→ Data provided
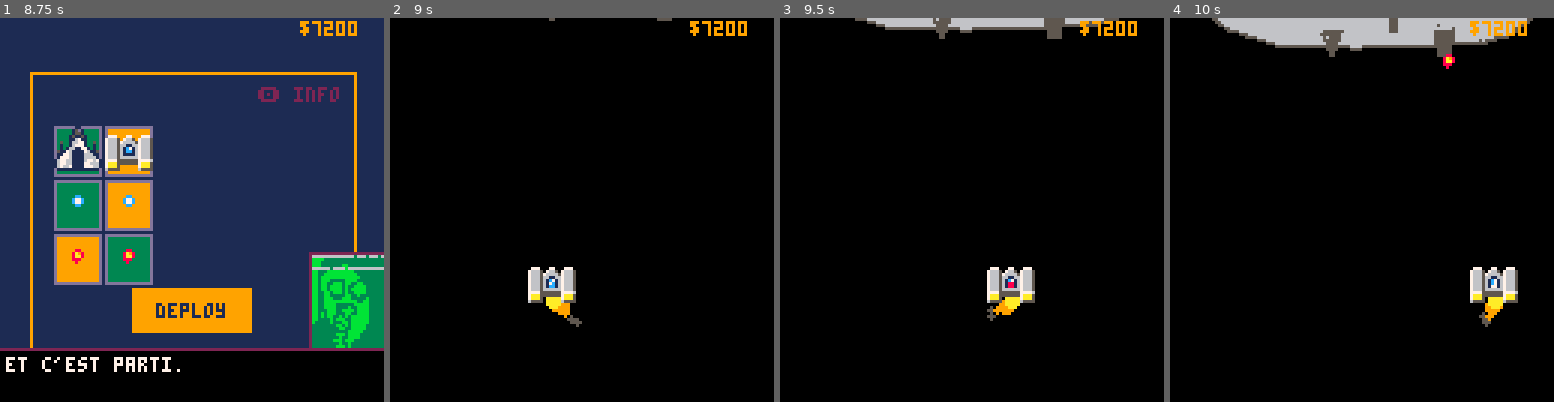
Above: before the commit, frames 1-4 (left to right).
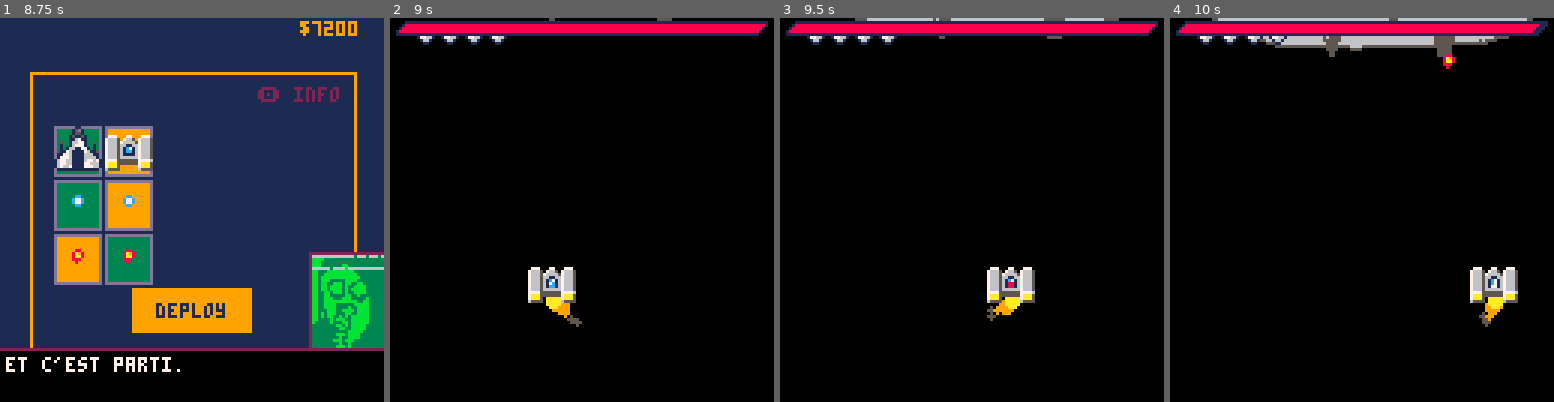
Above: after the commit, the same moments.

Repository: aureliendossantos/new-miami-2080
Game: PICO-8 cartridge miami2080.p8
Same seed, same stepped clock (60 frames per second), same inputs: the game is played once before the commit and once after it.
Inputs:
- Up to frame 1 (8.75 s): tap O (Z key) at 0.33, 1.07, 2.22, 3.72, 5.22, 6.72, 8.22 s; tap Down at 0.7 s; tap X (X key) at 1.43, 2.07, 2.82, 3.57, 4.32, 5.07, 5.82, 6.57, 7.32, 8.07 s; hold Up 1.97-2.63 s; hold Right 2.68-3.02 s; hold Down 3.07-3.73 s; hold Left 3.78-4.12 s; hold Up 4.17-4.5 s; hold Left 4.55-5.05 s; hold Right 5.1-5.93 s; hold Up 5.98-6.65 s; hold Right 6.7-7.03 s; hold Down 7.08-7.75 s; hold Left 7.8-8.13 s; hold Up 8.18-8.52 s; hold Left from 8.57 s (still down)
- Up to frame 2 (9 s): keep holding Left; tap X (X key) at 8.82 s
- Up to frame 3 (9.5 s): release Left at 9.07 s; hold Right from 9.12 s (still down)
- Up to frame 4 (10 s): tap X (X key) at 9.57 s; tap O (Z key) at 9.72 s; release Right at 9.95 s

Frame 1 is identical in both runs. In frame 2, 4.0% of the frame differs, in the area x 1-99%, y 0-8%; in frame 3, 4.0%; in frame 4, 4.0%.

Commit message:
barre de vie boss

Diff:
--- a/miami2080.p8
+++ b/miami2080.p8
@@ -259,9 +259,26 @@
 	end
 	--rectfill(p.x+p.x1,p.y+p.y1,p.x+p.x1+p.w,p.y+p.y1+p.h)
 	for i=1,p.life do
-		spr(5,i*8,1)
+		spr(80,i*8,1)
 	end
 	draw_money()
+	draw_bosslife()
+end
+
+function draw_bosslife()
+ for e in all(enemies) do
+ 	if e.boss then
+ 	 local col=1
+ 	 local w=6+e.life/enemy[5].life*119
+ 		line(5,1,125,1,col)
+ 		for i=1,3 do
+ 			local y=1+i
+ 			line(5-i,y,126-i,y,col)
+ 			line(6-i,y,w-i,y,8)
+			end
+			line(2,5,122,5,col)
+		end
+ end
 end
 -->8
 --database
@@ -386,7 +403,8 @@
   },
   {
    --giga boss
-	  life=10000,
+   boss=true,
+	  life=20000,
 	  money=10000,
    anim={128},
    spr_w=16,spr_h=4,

→ Assigned task
Take the preceding listing and transcribe it exactly, skipping the pictures.

→ Exercise solution
Above: before the commit, frames 1-4 (left to right).
Above: after the commit, the same moments.

Repository: aureliendossantos/new-miami-2080
Game: PICO-8 cartridge miami2080.p8
Same seed, same stepped clock (60 frames per second), same inputs: the game is played once before the commit and once after it.
Inputs:
- Up to frame 1 (8.75 s): tap O (Z key) at 0.33, 1.07, 2.22, 3.72, 5.22, 6.72, 8.22 s; tap Down at 0.7 s; tap X (X key) at 1.43, 2.07, 2.82, 3.57, 4.32, 5.07, 5.82, 6.57, 7.32, 8.07 s; hold Up 1.97-2.63 s; hold Right 2.68-3.02 s; hold Down 3.07-3.73 s; hold Left 3.78-4.12 s; hold Up 4.17-4.5 s; hold Left 4.55-5.05 s; hold Right 5.1-5.93 s; hold Up 5.98-6.65 s; hold Right 6.7-7.03 s; hold Down 7.08-7.75 s; hold Left 7.8-8.13 s; hold Up 8.18-8.52 s; hold Left from 8.57 s (still down)
- Up to frame 2 (9 s): keep holding Left; tap X (X key) at 8.82 s
- Up to frame 3 (9.5 s): release Left at 9.07 s; hold Right from 9.12 s (still down)
- Up to frame 4 (10 s): tap X (X key) at 9.57 s; tap O (Z key) at 9.72 s; release Right at 9.95 s

Frame 1 is identical in both runs. In frame 2, 4.0% of the frame differs, in the area x 1-99%, y 0-8%; in frame 3, 4.0%; in frame 4, 4.0%.

Commit message:
barre de vie boss

Diff:
--- a/miami2080.p8
+++ b/miami2080.p8
@@ -259,9 +259,26 @@
 	end
 	--rectfill(p.x+p.x1,p.y+p.y1,p.x+p.x1+p.w,p.y+p.y1+p.h)
 	for i=1,p.life do
-		spr(5,i*8,1)
+		spr(80,i*8,1)
 	end
 	draw_money()
+	draw_bosslife()
+end
+
+function draw_bosslife()
+ for e in all(enemies) do
+ 	if e.boss then
+ 	 local col=1
+ 	 local w=6+e.life/enemy[5].life*119
+ 		line(5,1,125,1,col)
+ 		for i=1,3 do
+ 			local y=1+i
+ 			line(5-i,y,126-i,y,col)
+ 			line(6-i,y,w-i,y,8)
+			end
+			line(2,5,122,5,col)
+		end
+ end
 end
 -->8
 --database
@@ -386,7 +403,8 @@
   },
   {
    --giga boss
-	  life=10000,
+   boss=true,
+	  life=20000,
 	  money=10000,
    anim={128},
    spr_w=16,spr_h=4,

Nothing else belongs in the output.